Input material:
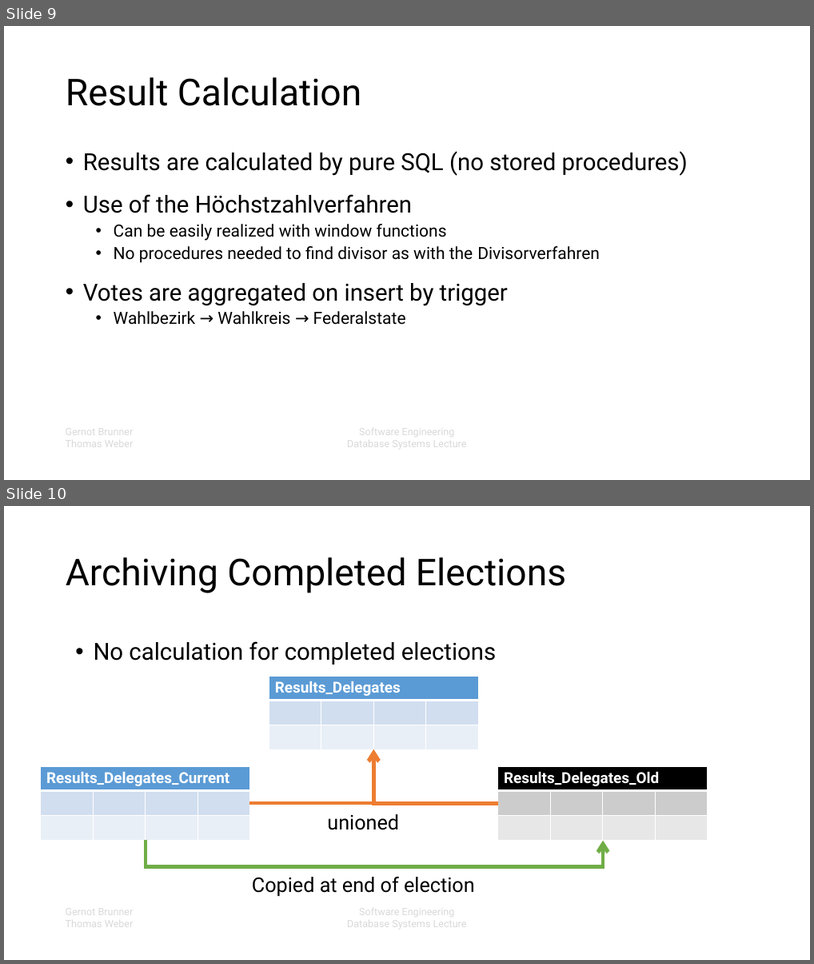
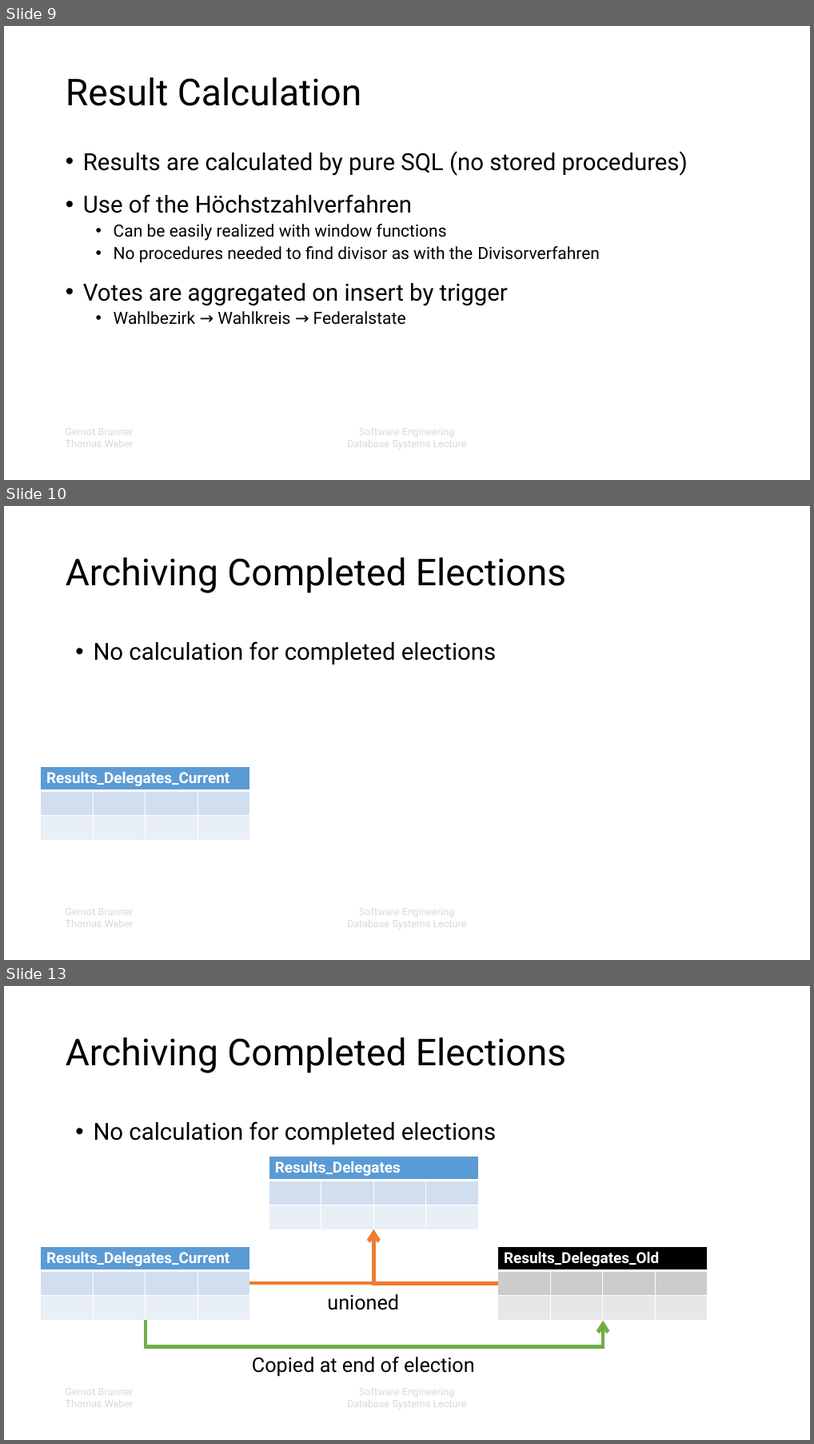
Before and after one commit to elordin/dbs, a slide deck: slides.pptx. Shown one above the other, each under a label of ours: slides 9 and 10 before the commit, slides 9, 10 and 13 after it; the slides between them are not shown. The pictures are 814x964 and 814x1444 pixels, drawn with LibreOffice and Linux fonts; fonts in the diff are those of the drawing; background and template pictures are left out. Boxes give left, top, right and bottom in pixels: in the first picture for what was removed or moved away, otherwise in the second. Text is boxed around its words. In the diff, an @@ line names an element or a change of style, - is before the commit and + after.

Commit message:
-splitted archiv tables in more slides

```diff
--- a/slides.pptx
+++ b/slides.pptx
@@ slide 10 added at (4, 506, 810, 960), background #FFFFFF; not listed: 2 template elements that a slide beside it also shows @@
@@ title added at (66, 557, 566, 593), 44 pt, text #000000 @@
+Archiving Completed Elections
@@ text added at (94, 641, 497, 664), 28 pt, text #000000 @@
+  • No calculation for completed elections
@@ table added at (40, 766, 251, 840), 3 rows, 4 columns @@
+Results_Delegates_Current |  |  | 
+ |  |  | 
+ |  |  | 
@@ what was slide 10 is now slide 13 @@
```
Also in this commit, not shown: 3 other slides added, 1 slide removed.
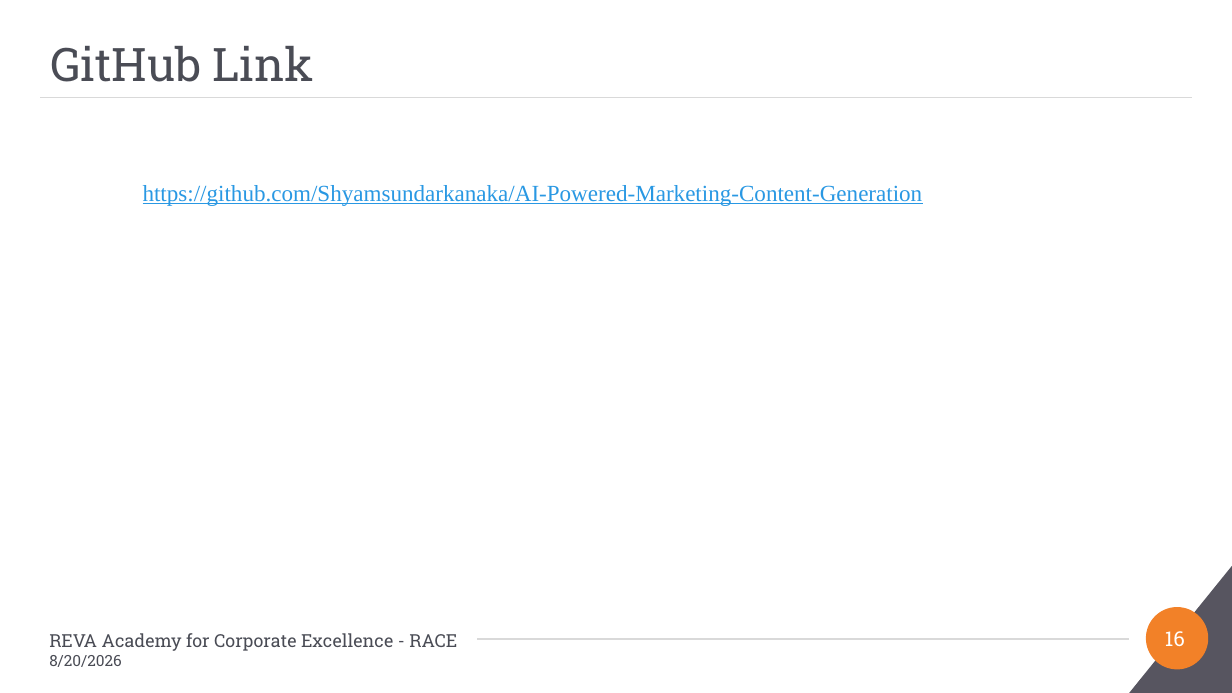
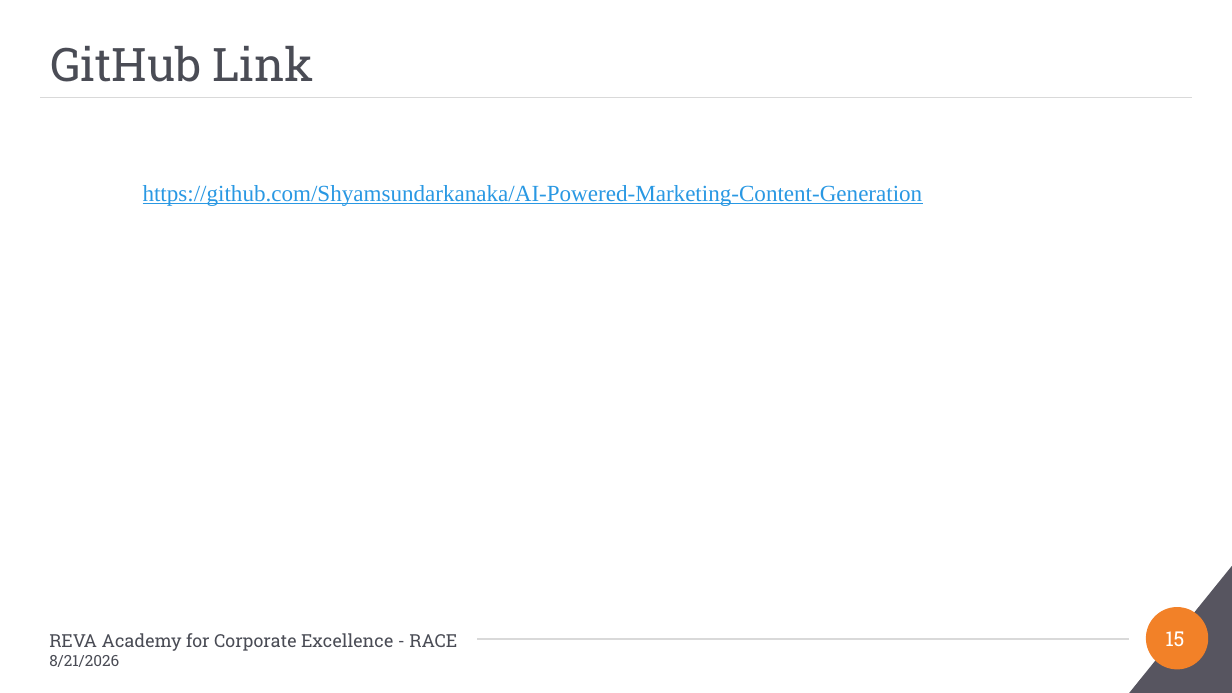
Before and after one commit to Shyamsundarkanaka/AI-Powered-Marketing-Content-Generation, a slide deck: slide 15 of docs/capstone2_ppt/AI06_Shyam_Capstone2_PPT_v2.pptx (slide 16 before the commit). Drawn at 1232x693 pixels with LibreOffice and Linux fonts; fonts in the diff are those of the drawing; background and template pictures are left out. Boxes give left, top, right and bottom in pixels: in the first picture for what was removed or moved away, otherwise in the second. Text is boxed around its words. In the diff, an @@ line names an element or a change of style, - is before the commit and + after.

```diff
--- a/docs/capstone2_ppt/AI06_Shyam_Capstone2_PPT_v2.pptx
+++ b/docs/capstone2_ppt/AI06_Shyam_Capstone2_PPT_v2.pptx
@@ text at bbox=[49, 655, 119, 667]: text changed @@
-8/20/2026
+8/21/2026
```
Also in this commit, not shown: 14 other slides changed, 1 slide removed, 44 other files.

Exercise details:
State how many lines of the records above contain "this", with no words besides the number.

Reply to the task:
2